Menjadi ibu zaman sekarang banyak banget tantangannya, kita harus bisa menjadi ibu yang berkualitas, tangguh, tidak hanya mampu melahirkan keturunan semata bagi keluarga tapi juga melahirkan generasi penerus bangsa yang berkualitas. Jadi, kita kudu tahu apa saja sih peran seorang ibu. Pertama, ibu itu memiliki tugas sebagai ummu wa robatul bait. Ibu adalah pengatur urusan rumah tangga, berkaitan dengan tugas-tugas domestik. Kedua, ibu adalah pendidik anak-anaknya. Ibu adalah madrasah pertama bagi anak-anaknya, jadi kudu "pinter" dong. Ketiga, ibu sebagai bagian dari masyarakat. Ini mengenai bagaimana ibu juga bisa turut berperan aktif di sektor publik, seperti menuntut ilmu atau membagi ilmunya kepada masyarakat.
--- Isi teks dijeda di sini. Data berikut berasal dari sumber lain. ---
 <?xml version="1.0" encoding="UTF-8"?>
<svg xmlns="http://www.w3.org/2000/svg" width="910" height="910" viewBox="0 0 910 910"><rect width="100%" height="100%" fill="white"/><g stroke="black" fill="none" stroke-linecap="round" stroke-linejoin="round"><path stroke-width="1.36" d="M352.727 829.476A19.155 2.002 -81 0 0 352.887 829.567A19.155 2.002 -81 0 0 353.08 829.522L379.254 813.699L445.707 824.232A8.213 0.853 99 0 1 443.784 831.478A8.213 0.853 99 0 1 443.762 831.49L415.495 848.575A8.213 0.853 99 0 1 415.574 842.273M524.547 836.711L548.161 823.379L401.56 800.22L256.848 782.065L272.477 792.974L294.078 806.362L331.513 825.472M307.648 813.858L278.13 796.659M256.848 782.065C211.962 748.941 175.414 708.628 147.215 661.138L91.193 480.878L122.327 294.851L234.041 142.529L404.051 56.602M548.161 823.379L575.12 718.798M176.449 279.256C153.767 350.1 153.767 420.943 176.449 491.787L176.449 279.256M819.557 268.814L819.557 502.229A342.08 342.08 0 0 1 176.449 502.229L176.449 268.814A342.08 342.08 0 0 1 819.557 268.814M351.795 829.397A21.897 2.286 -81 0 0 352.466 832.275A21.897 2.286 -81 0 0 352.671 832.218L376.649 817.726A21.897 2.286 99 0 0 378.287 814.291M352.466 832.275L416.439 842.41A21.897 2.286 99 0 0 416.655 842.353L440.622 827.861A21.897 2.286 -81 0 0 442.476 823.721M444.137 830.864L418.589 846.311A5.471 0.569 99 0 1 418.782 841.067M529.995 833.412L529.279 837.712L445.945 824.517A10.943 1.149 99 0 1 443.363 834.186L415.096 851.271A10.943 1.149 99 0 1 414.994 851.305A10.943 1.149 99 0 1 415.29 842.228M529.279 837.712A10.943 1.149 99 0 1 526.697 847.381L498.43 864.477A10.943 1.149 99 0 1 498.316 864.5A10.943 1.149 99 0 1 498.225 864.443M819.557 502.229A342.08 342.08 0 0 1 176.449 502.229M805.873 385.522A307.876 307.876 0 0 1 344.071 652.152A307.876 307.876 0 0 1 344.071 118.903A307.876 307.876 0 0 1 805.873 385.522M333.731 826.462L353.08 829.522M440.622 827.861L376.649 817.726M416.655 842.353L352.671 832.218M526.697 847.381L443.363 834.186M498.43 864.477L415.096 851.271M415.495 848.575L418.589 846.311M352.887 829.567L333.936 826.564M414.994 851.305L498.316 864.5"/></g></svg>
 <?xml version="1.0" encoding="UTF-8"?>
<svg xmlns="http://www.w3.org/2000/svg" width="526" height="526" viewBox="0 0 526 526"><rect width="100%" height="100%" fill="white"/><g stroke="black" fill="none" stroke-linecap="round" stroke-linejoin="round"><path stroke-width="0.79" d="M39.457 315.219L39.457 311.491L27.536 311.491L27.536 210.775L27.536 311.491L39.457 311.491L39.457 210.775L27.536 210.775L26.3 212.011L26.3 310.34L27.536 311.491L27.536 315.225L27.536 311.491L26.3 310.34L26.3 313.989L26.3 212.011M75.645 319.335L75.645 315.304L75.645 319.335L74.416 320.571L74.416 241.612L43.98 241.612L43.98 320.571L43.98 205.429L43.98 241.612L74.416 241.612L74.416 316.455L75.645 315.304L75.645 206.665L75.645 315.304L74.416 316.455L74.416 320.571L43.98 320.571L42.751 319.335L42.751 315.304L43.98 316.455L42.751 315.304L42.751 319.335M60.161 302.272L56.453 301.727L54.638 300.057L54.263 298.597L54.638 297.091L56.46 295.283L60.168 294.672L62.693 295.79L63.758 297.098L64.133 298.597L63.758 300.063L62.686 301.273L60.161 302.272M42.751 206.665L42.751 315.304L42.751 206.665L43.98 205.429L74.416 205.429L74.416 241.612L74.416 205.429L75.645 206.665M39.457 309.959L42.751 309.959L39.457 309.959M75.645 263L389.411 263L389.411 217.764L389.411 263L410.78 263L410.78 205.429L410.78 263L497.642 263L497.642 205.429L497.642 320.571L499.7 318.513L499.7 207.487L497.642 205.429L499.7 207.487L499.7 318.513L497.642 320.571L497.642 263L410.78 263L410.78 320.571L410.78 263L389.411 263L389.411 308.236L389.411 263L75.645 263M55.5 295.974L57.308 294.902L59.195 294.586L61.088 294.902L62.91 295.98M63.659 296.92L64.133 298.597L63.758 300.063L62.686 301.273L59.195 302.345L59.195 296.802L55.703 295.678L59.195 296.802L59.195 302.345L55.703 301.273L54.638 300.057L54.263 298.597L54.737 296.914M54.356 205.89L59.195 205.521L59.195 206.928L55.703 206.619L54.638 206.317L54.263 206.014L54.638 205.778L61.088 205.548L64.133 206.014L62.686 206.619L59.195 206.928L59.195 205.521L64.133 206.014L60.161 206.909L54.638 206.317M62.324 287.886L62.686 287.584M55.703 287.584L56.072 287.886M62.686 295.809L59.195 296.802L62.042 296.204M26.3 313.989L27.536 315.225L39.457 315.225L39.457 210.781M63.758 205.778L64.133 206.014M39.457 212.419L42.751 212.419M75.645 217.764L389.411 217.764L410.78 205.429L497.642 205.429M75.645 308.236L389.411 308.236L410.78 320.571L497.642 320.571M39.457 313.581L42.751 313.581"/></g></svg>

Terakhir, saya membahas tentang apa saja sih persiapan untuk menjadi seorang ibu, karena kita tidak tahu kapan jodoh akan datang, kapan kita menikah, dan kapan kita dikaruniai rezeki seorang anak. Jadi, harus mempersiapkannya semenjak dini, yah bisa dibilang semenjak kita remaja. Ketika kita sudah mengetahui ilmunya, maka ntar nggak perlu syok atau terkaget-kaget dengan seabrek tugas seorang ibu yang penuh dengan kebahagiaan sekaligus tantangan hehehe...

Pertama, perbanyak ilmu. Mumpung masih single, rajin-rajin deh ikut pengajian untuk menambah ilmu tentang agama, ini pentiiiiiiing banget, apa yang mau kita ajarkan ke anak kalau ilmu kita sendiri nggak ada. Selain itu bisa juga dengan membaca buku-buku pengetahuan lain tentang cara mendidik anak, psikologi anak, sampai resep-resep masakan yang sehat dan bergizi untuk anak. Pokoke semua yang berkaitan dengan rutinitas kita sebagai istri dan ibu. Kita harus memperluas wawasan terkait dengan teknik-teknik ngurus rumah tangga dan segala tetek bengeknya. Teknik bagaimana mengatur keuangan rumah tangga, teknik memasak, teknik bagaimana berkomunikasi dengan suami, anak, keluarga, tetangga, dll. Selain baca buku, bisa juga googling atau share sama orang-orang yang udah berpengalaman.

Kedua, siapkan fisik. Kasarnya nih, ibu itu nggak boleh sakit (ngeri amat), kalau ibu sakit semua terbengkalai. Ada lagi nih yang bilang, menjadi ibu itu kudu punya tangan gurita dan tenaga kuda. Waduh, berat amat yak tugas seorang ibu. Soalnya, tugas pengasuhan dan mendidik anak nggak bisa kita jalankan secara optimal saat kondisi kesehatan kita terganggu. Jadi, sejak dini harus menjaga kesehatan tubuh, organ reproduksi, misalnya dengan berolahraga, membiasakan diri mengkonsumsi makanan yang sehat, hidup bersih, dll.

Ketiga, belajar manajemen waktu. Ini nggak kalah penting, karena dengan terbiasa memenej waktu dengan baik, akan semakin memudahkan kita dalam melakukan tugas-tugas domestik kelak. Waktu bisa kita manfaatkan secara efektif dan efisien.

Oke deh temans, itulah garis besar yang saya bahas di acara seminar tersebut (kepanjangan yak ^_^). Walaupun saya pribadi bisa dibilang secara biologis baru 4 tahun 5 bulan merasakan menjadi seorang ibu, tapi semoga saja ilmu dan pengalaman yang saya share bisa bermanfaat.